Sunday, June 2, 2024

Submission Saturday; Church Sunday

I decided to sleep in on Saturday morning. It was 6:30 when I started my day. When I quit it was a little after midnight this morning.

I did some research for my proposed law review article. I did not find what I expected to find, but I may still have found enough to make my point.

The email was attended to, but I did not come close to cleaning out the inbox until this morning.

 I submitted "Problem Solving" to The Dawn Review and Halifax Ranch Fiction Prize. This is the version with a revised ending. Right now, I have lost hope for this one; I am pretty much just tossing it out to see what happens (other than a rejection!).

Lost Lake Folk Opera magazine got my short play "Getting What You Asked For"after I did a few edits.

One magazine is not open for submissions until later in the month.

While checking out Fahmidan, I read The Flower Eater by Hien Nguyen. A beautiful, inspirational story, that may have me intimidated. I try but am neither beautiful nor always all that optimistic. I think I have 

I spent a while looking at The Unleash WIP Award. Why not put "Love Stinks" in it? That means putting together answers to two questions. I am still working on it this morning. I finished answering those questions after church today.

For dinner, I walked to The Downtown Food Stand's Second Story. I got the ham platter. This included a smoked potato salad, green beans and bacon, and a pickle. The ham was as tasty and delicate a ham as I ever have had. $22. I cannot recall the last time I have had such a good meal.

"Road Tripping" took up almost as much time as all the others. I even called KH for advice. I need to cut 16 pages to meet the top limit for Black Lawrence Press. I do not know if I can cut more without undercutting the story far too much. I have been cutting steadily. There is also a deadline of June 30. I am not sure if I have time for this.

In between all this, I downloaded music. I got on a David Edmunds kick.

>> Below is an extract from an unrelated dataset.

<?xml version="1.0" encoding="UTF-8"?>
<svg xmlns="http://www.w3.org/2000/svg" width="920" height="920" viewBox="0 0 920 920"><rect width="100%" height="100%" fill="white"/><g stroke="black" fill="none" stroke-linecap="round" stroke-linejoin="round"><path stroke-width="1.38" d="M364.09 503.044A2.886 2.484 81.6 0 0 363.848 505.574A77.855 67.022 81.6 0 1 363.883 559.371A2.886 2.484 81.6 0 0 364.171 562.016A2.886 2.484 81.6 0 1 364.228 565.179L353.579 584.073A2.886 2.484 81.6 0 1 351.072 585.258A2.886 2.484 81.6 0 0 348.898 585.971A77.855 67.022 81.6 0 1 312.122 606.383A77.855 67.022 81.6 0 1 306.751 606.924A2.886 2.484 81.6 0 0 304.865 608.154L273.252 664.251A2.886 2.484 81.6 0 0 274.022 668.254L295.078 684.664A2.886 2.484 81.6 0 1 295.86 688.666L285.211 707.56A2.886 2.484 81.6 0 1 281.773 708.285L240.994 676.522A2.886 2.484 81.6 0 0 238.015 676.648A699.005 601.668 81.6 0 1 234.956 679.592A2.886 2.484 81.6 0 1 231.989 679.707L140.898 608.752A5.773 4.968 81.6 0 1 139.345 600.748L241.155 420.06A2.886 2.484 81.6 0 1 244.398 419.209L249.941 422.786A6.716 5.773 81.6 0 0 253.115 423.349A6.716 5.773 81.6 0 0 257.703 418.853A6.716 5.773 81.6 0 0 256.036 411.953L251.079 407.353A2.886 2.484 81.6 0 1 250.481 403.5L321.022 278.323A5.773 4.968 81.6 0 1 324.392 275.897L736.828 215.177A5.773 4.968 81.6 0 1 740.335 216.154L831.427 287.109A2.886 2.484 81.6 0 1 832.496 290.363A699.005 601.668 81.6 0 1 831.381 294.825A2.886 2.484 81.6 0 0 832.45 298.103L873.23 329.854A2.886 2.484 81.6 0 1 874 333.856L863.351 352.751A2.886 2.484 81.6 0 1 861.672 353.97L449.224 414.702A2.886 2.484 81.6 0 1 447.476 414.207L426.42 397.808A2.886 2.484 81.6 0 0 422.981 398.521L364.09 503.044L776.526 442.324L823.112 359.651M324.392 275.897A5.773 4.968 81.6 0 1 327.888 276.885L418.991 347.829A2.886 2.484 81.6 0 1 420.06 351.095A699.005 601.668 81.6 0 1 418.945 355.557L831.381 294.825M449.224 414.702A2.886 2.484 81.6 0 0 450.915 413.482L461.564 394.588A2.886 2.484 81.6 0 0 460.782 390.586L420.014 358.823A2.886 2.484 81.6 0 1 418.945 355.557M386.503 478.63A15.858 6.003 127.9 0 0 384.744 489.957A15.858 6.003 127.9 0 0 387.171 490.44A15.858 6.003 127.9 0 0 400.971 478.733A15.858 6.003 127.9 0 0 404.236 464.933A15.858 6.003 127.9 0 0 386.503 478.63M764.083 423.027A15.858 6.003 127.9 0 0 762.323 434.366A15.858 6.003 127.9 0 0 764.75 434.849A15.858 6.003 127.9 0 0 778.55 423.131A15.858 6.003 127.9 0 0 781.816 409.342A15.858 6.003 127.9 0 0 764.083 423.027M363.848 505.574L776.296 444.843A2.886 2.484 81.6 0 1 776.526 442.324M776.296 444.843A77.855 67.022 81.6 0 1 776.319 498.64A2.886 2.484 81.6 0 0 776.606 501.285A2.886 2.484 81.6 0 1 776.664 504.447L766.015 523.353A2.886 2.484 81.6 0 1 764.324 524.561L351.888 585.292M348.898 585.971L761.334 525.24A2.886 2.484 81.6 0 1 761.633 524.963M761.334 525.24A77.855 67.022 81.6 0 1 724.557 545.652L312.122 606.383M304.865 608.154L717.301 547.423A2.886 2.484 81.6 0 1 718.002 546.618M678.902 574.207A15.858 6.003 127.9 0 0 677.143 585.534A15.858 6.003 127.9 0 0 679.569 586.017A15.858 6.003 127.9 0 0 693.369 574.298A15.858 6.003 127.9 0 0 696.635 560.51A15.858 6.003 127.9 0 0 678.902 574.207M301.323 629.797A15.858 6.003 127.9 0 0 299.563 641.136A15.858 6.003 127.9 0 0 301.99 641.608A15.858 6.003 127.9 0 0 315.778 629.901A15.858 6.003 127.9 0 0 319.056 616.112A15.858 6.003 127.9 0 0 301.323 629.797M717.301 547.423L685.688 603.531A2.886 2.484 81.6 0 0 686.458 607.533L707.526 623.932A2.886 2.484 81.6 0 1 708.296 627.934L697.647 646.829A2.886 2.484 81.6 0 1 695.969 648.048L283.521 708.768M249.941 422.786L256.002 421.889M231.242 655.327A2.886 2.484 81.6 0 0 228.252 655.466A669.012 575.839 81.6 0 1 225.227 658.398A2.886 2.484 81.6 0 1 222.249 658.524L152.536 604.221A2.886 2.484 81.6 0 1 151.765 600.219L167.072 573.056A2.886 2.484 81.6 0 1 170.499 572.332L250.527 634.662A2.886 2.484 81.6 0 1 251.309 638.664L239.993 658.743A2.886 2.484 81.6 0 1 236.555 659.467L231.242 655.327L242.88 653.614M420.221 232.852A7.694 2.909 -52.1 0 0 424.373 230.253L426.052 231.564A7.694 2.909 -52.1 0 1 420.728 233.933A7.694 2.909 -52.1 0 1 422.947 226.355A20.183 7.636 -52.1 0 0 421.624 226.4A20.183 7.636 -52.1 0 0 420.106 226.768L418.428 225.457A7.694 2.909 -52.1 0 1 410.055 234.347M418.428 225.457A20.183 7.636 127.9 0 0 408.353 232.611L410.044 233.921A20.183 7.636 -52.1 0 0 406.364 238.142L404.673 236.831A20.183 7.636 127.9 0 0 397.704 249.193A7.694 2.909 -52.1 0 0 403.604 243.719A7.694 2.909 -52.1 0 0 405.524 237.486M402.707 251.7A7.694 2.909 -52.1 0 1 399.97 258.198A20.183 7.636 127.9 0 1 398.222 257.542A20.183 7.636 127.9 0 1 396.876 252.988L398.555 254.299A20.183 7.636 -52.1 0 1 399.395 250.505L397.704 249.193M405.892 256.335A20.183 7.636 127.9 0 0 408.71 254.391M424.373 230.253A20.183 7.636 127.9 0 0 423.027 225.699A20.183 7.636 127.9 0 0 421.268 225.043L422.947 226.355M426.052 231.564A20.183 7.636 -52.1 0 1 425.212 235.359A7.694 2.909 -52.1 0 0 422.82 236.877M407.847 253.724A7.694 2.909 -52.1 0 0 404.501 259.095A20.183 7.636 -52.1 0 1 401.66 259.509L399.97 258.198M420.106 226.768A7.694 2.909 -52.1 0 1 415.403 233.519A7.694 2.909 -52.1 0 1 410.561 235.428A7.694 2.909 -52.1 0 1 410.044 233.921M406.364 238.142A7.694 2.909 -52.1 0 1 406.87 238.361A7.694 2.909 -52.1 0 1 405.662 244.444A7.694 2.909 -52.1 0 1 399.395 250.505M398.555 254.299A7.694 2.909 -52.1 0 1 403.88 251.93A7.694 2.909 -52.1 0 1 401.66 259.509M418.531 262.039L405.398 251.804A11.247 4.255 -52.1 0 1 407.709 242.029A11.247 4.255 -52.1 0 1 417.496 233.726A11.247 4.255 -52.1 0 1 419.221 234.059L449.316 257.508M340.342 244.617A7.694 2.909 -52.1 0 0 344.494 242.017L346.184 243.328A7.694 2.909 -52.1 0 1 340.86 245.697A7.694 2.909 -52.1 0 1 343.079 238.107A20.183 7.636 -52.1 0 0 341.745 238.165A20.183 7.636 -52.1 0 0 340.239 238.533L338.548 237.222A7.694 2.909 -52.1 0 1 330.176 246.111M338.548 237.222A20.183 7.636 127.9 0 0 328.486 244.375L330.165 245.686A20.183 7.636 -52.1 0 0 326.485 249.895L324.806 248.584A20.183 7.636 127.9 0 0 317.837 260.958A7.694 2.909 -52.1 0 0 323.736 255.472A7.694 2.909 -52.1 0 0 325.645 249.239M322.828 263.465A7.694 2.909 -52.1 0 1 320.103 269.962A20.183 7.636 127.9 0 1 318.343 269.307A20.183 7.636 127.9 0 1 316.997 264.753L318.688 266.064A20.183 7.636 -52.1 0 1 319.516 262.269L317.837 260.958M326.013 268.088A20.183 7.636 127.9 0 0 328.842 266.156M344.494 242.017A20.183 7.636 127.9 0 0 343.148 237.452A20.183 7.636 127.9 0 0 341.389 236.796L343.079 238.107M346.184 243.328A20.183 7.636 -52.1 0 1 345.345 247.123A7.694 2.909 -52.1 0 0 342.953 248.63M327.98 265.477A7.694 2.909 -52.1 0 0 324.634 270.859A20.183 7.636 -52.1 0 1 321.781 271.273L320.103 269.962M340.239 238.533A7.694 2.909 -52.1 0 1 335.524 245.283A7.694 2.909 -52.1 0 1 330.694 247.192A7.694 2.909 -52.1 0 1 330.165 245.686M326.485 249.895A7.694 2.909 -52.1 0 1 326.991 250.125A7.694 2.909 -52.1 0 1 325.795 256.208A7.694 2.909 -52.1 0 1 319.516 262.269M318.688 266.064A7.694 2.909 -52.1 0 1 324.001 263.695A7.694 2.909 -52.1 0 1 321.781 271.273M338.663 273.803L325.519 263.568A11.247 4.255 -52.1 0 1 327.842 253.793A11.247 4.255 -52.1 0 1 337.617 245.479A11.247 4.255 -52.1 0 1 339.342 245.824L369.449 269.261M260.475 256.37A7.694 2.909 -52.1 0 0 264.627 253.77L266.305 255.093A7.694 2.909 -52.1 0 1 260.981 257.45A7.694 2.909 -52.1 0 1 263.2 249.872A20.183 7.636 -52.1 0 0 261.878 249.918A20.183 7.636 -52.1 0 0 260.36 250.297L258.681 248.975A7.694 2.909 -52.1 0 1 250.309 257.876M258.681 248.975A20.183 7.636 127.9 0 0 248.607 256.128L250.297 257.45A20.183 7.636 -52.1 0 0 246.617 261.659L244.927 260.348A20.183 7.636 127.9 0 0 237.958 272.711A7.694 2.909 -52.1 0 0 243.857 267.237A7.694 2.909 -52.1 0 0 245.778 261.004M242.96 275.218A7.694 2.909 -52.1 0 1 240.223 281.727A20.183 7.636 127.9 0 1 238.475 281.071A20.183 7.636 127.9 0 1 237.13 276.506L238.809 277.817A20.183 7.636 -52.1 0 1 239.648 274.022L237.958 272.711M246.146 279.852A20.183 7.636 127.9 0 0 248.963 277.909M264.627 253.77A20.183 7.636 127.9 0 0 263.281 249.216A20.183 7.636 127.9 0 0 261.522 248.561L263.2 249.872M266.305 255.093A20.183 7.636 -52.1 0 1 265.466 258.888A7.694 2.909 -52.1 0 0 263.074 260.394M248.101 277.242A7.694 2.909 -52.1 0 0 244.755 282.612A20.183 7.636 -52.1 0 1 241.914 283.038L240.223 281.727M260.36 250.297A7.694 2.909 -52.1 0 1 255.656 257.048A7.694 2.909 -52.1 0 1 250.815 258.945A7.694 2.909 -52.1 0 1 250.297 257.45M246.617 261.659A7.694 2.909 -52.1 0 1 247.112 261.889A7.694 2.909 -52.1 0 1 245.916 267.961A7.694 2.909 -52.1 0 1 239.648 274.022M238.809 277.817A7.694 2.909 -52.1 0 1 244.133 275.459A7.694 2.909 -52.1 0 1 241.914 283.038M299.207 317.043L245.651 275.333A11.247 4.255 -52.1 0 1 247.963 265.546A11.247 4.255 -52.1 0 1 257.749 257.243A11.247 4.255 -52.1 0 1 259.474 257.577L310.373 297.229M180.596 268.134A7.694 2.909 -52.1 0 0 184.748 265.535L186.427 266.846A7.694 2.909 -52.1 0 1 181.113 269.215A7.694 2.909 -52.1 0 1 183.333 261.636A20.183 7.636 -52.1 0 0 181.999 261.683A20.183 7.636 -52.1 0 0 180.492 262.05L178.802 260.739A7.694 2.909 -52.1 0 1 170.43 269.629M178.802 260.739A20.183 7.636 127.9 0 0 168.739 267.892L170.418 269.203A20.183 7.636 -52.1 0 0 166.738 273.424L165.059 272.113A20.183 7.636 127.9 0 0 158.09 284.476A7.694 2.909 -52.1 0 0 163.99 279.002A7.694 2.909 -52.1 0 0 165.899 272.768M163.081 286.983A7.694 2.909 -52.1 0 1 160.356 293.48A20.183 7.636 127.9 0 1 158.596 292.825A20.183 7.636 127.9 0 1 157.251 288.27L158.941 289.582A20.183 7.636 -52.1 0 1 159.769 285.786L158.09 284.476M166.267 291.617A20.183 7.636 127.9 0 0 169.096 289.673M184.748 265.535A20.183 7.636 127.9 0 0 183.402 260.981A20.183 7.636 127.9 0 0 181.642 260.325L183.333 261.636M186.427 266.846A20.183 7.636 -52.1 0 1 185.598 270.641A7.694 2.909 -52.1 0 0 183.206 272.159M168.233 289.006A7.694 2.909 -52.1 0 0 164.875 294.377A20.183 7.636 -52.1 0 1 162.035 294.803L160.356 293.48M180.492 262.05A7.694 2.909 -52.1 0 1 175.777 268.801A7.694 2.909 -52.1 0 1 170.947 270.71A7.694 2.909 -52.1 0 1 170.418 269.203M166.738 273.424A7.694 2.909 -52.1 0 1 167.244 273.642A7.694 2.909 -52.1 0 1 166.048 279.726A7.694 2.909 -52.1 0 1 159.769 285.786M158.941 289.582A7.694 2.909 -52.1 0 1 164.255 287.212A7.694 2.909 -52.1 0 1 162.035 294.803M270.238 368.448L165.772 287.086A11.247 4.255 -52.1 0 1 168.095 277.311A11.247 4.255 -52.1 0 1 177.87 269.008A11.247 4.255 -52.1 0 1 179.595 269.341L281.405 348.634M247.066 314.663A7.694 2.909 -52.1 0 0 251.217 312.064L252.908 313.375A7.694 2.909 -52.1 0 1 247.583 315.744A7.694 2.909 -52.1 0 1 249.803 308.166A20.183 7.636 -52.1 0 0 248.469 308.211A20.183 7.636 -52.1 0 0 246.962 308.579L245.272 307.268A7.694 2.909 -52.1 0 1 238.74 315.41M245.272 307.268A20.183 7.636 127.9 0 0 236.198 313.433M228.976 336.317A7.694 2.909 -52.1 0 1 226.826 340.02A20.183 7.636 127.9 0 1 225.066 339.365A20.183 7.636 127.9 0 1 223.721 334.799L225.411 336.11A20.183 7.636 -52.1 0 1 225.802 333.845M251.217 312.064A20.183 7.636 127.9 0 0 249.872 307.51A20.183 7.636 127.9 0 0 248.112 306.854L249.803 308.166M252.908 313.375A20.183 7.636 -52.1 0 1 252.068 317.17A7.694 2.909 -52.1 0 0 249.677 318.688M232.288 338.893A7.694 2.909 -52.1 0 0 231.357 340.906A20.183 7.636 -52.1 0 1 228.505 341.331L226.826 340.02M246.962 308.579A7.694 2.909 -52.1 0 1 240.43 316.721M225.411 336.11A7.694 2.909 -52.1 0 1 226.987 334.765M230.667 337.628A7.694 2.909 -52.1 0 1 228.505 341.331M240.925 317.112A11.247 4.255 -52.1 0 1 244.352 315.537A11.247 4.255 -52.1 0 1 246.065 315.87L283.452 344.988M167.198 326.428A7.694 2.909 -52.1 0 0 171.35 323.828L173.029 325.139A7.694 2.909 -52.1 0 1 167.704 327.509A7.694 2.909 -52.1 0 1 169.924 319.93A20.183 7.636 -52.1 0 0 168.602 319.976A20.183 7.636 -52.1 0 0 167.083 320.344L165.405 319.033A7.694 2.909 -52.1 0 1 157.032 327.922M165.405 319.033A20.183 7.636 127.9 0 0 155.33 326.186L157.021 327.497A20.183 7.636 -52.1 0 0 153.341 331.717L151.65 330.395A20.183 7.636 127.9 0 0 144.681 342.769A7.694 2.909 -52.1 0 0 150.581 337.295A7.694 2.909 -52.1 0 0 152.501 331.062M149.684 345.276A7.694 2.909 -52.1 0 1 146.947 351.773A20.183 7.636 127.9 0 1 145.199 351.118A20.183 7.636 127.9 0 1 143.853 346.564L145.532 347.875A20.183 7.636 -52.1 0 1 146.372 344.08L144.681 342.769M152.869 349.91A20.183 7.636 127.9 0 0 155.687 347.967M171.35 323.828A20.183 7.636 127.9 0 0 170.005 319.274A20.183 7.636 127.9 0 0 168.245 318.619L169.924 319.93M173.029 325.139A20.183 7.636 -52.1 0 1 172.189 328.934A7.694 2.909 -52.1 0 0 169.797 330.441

KH called me and we talked and talked, 

I had fun this morning reading ‘Bond’s gone woke!’ Charlie Higson on the row around his ‘metrosexual’ 007 from The Guardian. Much of it to like, if you are a Bond fan (I am), but this is caught my attention like stepping on a rake:

...And, as with fans of any cultural artefact – be it Star Wars, a football team, a music act – their biggest fans are their biggest critics. Everyone thinks they own Bond. They know what he is, who should play him in his next incarnation, how the films should be, how Bond should be. And they reserve their highest criticism for the two family firms that do actually own him – EON, which makes the films, and Ian Fleming Publications (IFP), which publishes the books. This sense of affronted ownership can perhaps best be summed up by Alan Partridge frustratedly snapping “Stop getting Bond wrong” in an oft-posted clip.

Cultural artifacts are some of the things I want to get at with my writing, they make up what they are.

I had an hour or so before my ride came to pick me up for church, so I worked on my answers to the questions for Unleash Lit's WIP Award. Those questions are:

  1. Who are you as a creative person, and what is your creative vision?
  2. Who is your intended audience for this project, and why?

I did a little reading too on The Guardian's website: Godwin by Joseph O’Neill review – unmissable edge-of-your-seat drama‘Behind everything was this lingering drug situation’: Chris Stein on Blondie’s heyday (more chitchat than history), and Indiana coach livid over ‘unacceptable’ cheap shot on Caitlin Clark despite win (Indiana basketball getting attention, again!).

After church, I spent about two hours listening to Buddy Guy, and working on the Unleash Lit's application before taking a nap. 


That was 2 hours ago. I need to get over to the laundromat. 

What I wrote for Unleash Lit is either me imitating the Light Brigade or a punk rock manifesto. I think I will post it.